- _Exercise prompt_
If a line in the entries contains the word "dụng", list it.

- _Records for processing_
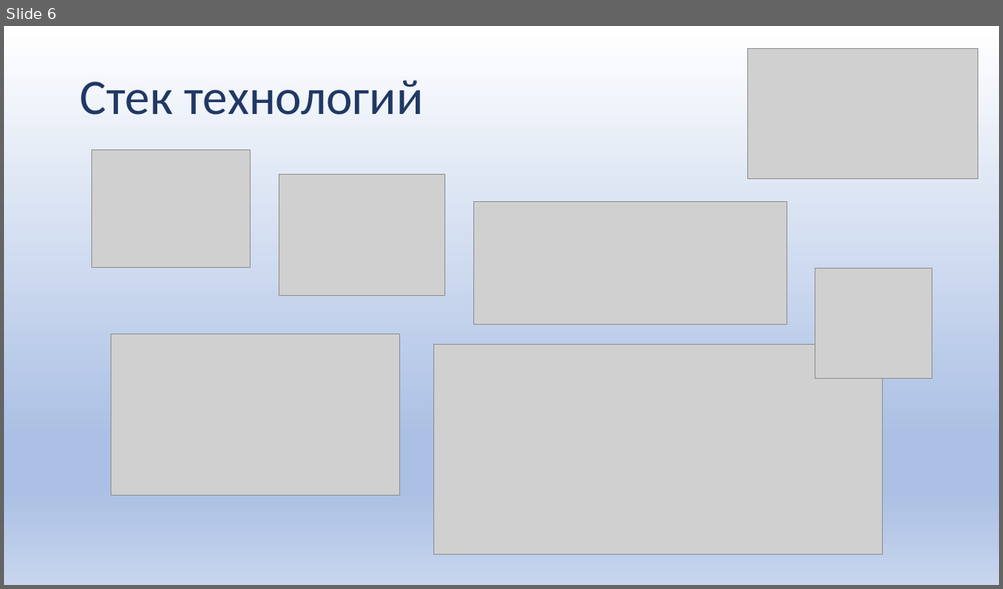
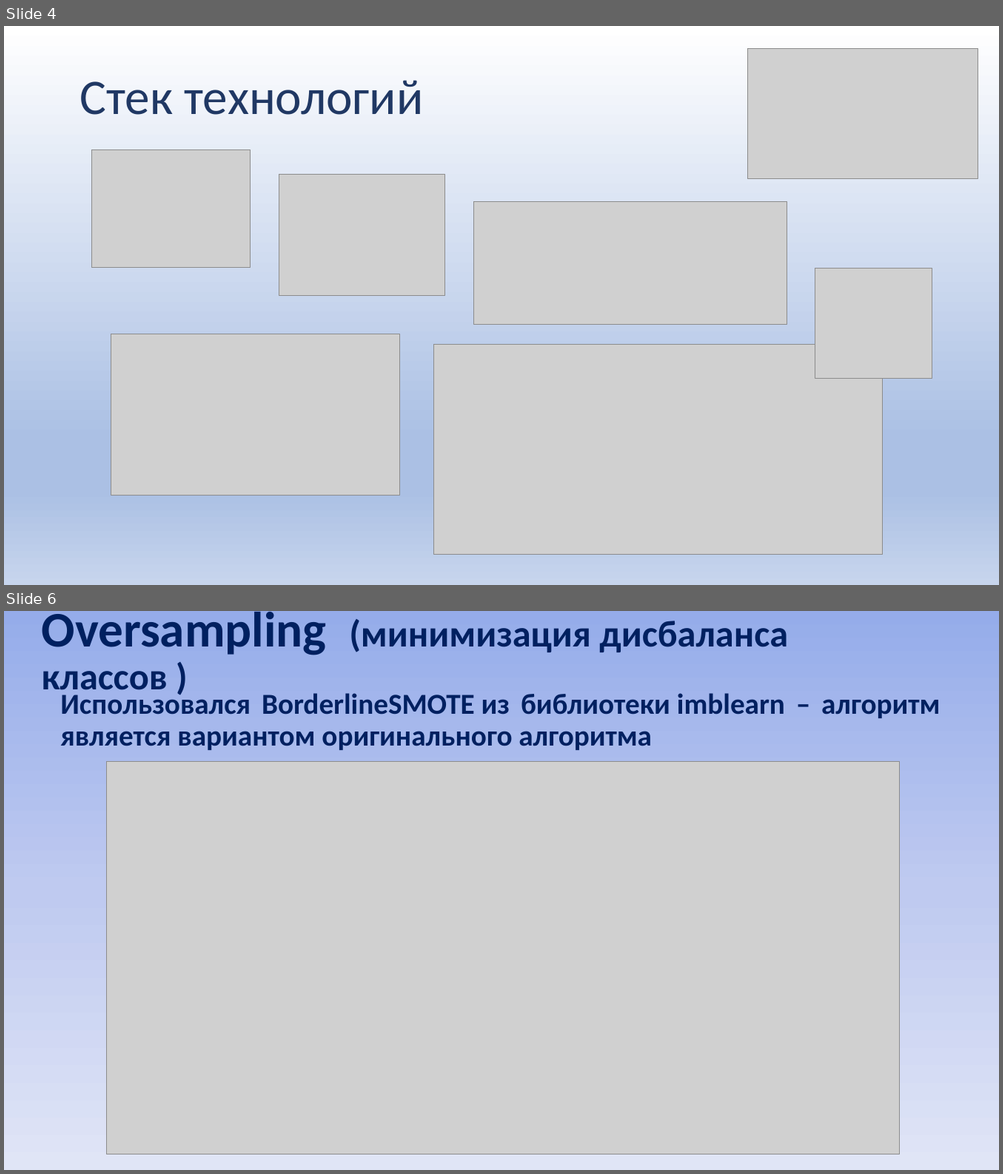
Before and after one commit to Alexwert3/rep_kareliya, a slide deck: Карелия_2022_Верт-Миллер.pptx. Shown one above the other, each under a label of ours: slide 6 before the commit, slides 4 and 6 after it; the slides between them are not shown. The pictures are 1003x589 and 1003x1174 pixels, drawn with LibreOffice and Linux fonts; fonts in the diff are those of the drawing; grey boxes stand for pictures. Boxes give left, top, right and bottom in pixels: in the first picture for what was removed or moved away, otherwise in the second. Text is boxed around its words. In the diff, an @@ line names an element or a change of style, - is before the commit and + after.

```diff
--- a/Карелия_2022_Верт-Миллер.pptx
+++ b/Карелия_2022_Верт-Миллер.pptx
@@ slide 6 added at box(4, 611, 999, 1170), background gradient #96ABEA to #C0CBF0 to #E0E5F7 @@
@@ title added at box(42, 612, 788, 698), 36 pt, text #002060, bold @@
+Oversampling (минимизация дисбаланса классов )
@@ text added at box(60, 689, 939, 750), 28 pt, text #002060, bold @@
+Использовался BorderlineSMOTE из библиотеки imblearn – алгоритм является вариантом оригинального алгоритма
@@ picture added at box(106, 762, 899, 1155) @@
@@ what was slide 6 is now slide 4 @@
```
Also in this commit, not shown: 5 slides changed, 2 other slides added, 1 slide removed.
--
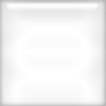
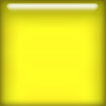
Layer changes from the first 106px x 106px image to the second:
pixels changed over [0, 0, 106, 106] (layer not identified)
---
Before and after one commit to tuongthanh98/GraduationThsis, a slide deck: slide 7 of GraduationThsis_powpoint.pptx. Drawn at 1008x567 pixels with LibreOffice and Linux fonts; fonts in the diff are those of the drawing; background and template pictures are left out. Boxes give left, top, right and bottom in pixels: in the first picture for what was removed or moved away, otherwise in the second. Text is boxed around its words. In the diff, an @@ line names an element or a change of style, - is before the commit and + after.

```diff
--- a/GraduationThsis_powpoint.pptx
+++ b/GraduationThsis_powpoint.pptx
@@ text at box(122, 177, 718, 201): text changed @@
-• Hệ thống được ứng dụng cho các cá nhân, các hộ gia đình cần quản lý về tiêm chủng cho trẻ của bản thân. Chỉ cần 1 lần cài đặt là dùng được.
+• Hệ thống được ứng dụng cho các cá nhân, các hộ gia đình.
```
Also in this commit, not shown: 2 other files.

- _Response to this task_
-• Hệ thống được ứng dụng cho các cá nhân, các hộ gia đình cần quản lý về tiêm chủng cho trẻ của bản thân. Chỉ cần 1 lần cài đặt là dùng được.
+• Hệ thống được ứng dụng cho các cá nhân, các hộ gia đình.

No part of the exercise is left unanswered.